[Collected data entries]
■ ■ ■ ■
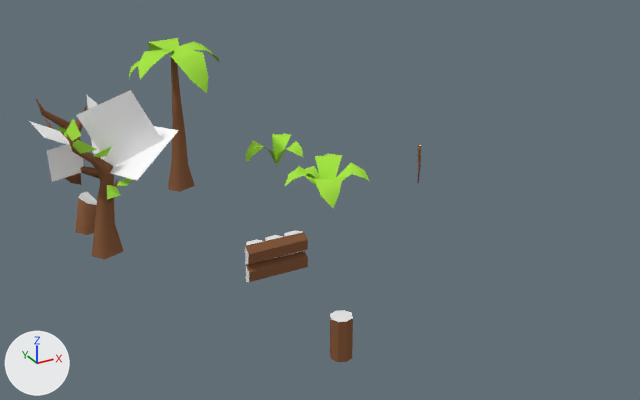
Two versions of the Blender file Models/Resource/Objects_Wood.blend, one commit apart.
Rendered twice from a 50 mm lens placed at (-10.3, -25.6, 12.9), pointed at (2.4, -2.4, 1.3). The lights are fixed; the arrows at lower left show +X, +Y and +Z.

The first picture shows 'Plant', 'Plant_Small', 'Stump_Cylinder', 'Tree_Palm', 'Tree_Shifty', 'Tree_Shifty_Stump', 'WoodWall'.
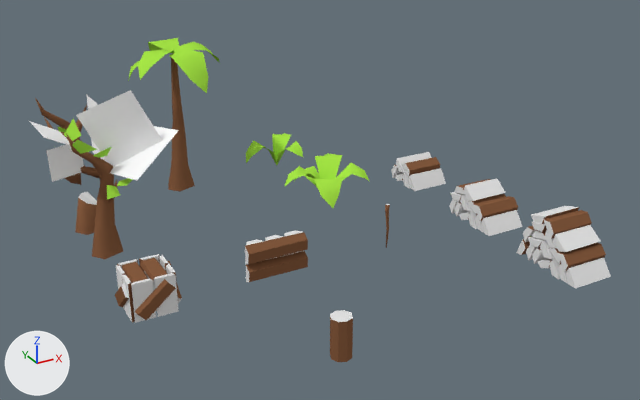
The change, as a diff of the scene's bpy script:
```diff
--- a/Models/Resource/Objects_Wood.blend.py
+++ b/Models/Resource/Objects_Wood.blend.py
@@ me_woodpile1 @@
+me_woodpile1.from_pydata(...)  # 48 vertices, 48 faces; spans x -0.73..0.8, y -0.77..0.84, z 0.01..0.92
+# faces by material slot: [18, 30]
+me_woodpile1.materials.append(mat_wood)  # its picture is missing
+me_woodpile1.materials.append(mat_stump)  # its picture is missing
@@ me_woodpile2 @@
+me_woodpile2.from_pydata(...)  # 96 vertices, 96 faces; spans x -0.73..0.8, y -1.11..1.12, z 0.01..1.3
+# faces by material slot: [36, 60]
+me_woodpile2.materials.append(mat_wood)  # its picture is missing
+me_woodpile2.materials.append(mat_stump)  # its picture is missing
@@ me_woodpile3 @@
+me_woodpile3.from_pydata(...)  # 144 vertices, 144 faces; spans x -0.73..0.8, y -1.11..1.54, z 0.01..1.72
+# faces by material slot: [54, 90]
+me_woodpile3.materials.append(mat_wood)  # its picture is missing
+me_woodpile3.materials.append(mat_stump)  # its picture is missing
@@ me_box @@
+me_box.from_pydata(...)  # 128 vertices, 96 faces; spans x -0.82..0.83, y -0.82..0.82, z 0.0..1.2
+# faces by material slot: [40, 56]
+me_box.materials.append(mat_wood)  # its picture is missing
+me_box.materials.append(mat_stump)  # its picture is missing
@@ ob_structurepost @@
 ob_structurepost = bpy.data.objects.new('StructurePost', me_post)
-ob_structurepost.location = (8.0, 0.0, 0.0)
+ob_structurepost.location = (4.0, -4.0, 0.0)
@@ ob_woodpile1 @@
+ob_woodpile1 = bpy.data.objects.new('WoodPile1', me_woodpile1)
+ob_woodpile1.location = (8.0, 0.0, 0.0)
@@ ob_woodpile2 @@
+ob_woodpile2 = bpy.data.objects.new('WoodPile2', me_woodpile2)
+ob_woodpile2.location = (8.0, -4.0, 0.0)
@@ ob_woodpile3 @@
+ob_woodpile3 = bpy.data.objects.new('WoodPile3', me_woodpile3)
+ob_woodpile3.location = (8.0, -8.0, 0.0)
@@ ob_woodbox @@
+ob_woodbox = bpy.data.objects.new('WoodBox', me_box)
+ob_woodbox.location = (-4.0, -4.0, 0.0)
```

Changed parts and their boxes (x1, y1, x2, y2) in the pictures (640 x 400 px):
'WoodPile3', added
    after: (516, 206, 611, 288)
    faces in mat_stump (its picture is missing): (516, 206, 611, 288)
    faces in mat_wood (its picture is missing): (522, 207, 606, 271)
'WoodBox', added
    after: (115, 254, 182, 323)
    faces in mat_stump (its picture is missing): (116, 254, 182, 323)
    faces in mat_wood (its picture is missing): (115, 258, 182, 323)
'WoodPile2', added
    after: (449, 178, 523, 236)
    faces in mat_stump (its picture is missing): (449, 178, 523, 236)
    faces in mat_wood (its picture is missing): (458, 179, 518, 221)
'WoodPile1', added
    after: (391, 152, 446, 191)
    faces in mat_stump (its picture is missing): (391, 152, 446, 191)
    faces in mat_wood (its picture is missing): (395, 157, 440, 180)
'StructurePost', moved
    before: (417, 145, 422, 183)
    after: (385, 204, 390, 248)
■ ■ ■ ■
▶ _Activity_: Give again, word for word, only the lines that run from the top of the data above through the line with "Rendered twice from". Drop the pictures.

▶ _Completed task_:
Two versions of the Blender file Models/Resource/Objects_Wood.blend, one commit apart.
Rendered twice from a 50 mm lens placed at (-10.3, -25.6, 12.9), pointed at (2.4, -2.4, 1.3). The lights are fixed; the arrows at lower left show +X, +Y and +Z.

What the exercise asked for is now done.